Same comment here as above.
Comment 3 Carlos Garcia Campos 2010-10-20 10:51:42 PDT
Created attachment 71308 [details]
Updated patch according to review
Comment 4 Martin Robinson 2010-10-20 20:50:06 PDT
Comment on attachment 71308 [details]
Updated patch according to review

View in context: https://bugs.webkit.org/attachment.cgi?id=71308&action=review

I have a couple more nits, but it's very close.

> WebCore/platform/text/gtk/TextCodecGtk.cpp:348
> +        ASSERT(m_iconvDecoder);
> +        if (!m_iconvDecoder) {

Sorry, I missed this before. Either we should remove the ASSERT here or not handle the failure case.

> WebCore/platform/text/gtk/TextCodecGtk.cpp:393
> +                // there is not enough input to fully determine what the conversion should produce
> +                // save it to a buffer to prepend it to the next input

Nice comment, but it should be a full sentence with punctuation, etc.

> WebCore/platform/text/gtk/TextCodecGtk.cpp:399
> +            } else if (g_error_matches(error.get(), G_IO_ERROR, G_IO_ERROR_NO_SPACE)) {
> +                bufferWasFull = true;
> +            } else if (g_error_matches(error.get(), G_IO_ERROR, G_IO_ERROR_INVALID_DATA)) {

WebKit style dictates that one-line blocks omit their surrounding curly braces (as much as I dislike it).

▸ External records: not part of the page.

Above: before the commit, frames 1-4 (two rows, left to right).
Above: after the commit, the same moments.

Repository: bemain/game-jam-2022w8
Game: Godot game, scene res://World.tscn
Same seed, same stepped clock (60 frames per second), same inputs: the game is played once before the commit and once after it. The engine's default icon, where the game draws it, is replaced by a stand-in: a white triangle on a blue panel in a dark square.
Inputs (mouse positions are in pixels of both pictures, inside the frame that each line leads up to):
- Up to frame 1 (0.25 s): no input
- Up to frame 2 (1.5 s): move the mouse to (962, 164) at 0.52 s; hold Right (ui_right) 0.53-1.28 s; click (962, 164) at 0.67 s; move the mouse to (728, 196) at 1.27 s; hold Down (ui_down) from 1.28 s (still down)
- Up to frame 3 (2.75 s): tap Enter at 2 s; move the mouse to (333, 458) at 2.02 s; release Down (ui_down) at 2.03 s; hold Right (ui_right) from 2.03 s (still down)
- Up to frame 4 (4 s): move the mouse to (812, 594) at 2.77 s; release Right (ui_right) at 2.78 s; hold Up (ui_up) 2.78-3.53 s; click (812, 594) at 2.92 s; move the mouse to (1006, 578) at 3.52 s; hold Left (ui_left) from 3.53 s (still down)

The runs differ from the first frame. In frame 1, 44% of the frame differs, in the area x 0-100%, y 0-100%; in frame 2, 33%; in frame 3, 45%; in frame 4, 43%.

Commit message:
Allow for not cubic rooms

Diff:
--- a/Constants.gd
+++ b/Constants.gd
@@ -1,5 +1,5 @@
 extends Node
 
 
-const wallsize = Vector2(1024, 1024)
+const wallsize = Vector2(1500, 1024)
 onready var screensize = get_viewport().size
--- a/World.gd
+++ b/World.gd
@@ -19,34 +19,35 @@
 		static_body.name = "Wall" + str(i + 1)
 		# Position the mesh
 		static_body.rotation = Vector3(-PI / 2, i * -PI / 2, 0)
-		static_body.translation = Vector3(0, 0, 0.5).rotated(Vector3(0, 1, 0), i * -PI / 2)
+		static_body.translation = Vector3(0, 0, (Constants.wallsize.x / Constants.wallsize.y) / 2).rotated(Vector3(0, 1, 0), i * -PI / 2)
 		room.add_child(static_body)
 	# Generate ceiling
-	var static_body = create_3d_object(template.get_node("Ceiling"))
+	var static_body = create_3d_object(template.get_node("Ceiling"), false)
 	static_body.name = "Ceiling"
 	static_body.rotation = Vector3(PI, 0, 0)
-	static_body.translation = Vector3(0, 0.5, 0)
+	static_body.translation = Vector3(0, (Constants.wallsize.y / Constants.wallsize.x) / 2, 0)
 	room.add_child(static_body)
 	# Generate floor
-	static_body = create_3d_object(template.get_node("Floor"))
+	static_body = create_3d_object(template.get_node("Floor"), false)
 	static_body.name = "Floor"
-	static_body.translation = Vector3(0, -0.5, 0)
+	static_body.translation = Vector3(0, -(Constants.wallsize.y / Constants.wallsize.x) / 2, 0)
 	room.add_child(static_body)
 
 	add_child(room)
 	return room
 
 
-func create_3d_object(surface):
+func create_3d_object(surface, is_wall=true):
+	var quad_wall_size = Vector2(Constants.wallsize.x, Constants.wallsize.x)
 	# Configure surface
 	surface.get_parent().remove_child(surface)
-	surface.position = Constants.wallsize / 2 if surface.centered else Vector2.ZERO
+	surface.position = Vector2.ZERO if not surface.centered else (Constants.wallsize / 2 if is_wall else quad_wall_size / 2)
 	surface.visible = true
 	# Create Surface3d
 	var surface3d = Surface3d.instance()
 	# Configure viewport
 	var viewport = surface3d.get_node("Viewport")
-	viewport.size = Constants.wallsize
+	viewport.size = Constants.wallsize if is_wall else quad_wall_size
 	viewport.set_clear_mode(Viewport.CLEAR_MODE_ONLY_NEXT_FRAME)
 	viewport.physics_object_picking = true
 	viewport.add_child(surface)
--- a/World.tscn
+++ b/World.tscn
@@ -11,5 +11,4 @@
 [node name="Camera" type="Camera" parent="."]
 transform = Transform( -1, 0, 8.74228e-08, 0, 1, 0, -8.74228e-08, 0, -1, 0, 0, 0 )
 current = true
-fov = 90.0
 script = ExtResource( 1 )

> WebCore/platform/text/gtk/TextCodecGtk.cpp:410
> +                m_numBufferedBytes = 0; // reset state for subsequent calls to decode

This comment should also be in sentence form.
Comment 5 Carlos Garcia Campos 2010-10-20 23:50:39 PDT
Created attachment 71394 [details]
Another update according to review
Comment 6 Martin Robinson 2010-10-21 00:22:44 PDT
Comment on attachment 71394 [details]
Another update according to review

Great. Thanks for the fixes. Hopefully we can continue to improve this code as we go along.
Comment 7 WebKit Commit Bot 2010-10-21 04:04:48 PDT
Comment on attachment 71394 [details]
Another update according to review

Rejecting patch 71394 from commit-queue.

Failed to run "['./WebKitTools/Scripts/webkit-patch', '--status-host=queues.webkit.org', 'apply-attachment', '--force-clean', '--non-interactive', '--quiet', 71394]" exit_code: 2
Cleaning working directory
Updating working directory
Logging in as commit-queue@webkit.org...
Fetching: https://bugs.webkit.org/attachment.cgi?id=71394&action=edit
Fetching: https://bugs.webkit.org/show_bug.cgi?id=47896&ctype=xml
Processing 1 patch from 1 bug.
Processing patch 71394 from bug 47896.
Failed to run "[u'/Projects/CommitQueue/WebKitTools/Scripts/svn-apply', u'--reviewer', u'Martin Robinson', u'--force']" exit_code: 1

Full output: http://queues.webkit.org/results/4705008
Comment 8 Carlos Garcia Campos 2010-10-21 10:18:41 PDT
Created attachment 71454 [details]
Update patch for current git master
Comment 9 WebKit Commit Bot 2010-10-21 12:33:21 PDT
Comment on attachment 71454 [details]
Update patch for current git master

Clearing flags on attachment: 71454

Committed r70257: <http://trac.webkit.org/changeset/70257>
Comment 10 WebKit Commit Bot 2010-10-21 12:33:27 PDT
All reviewed patches have been landed.  Closing bug.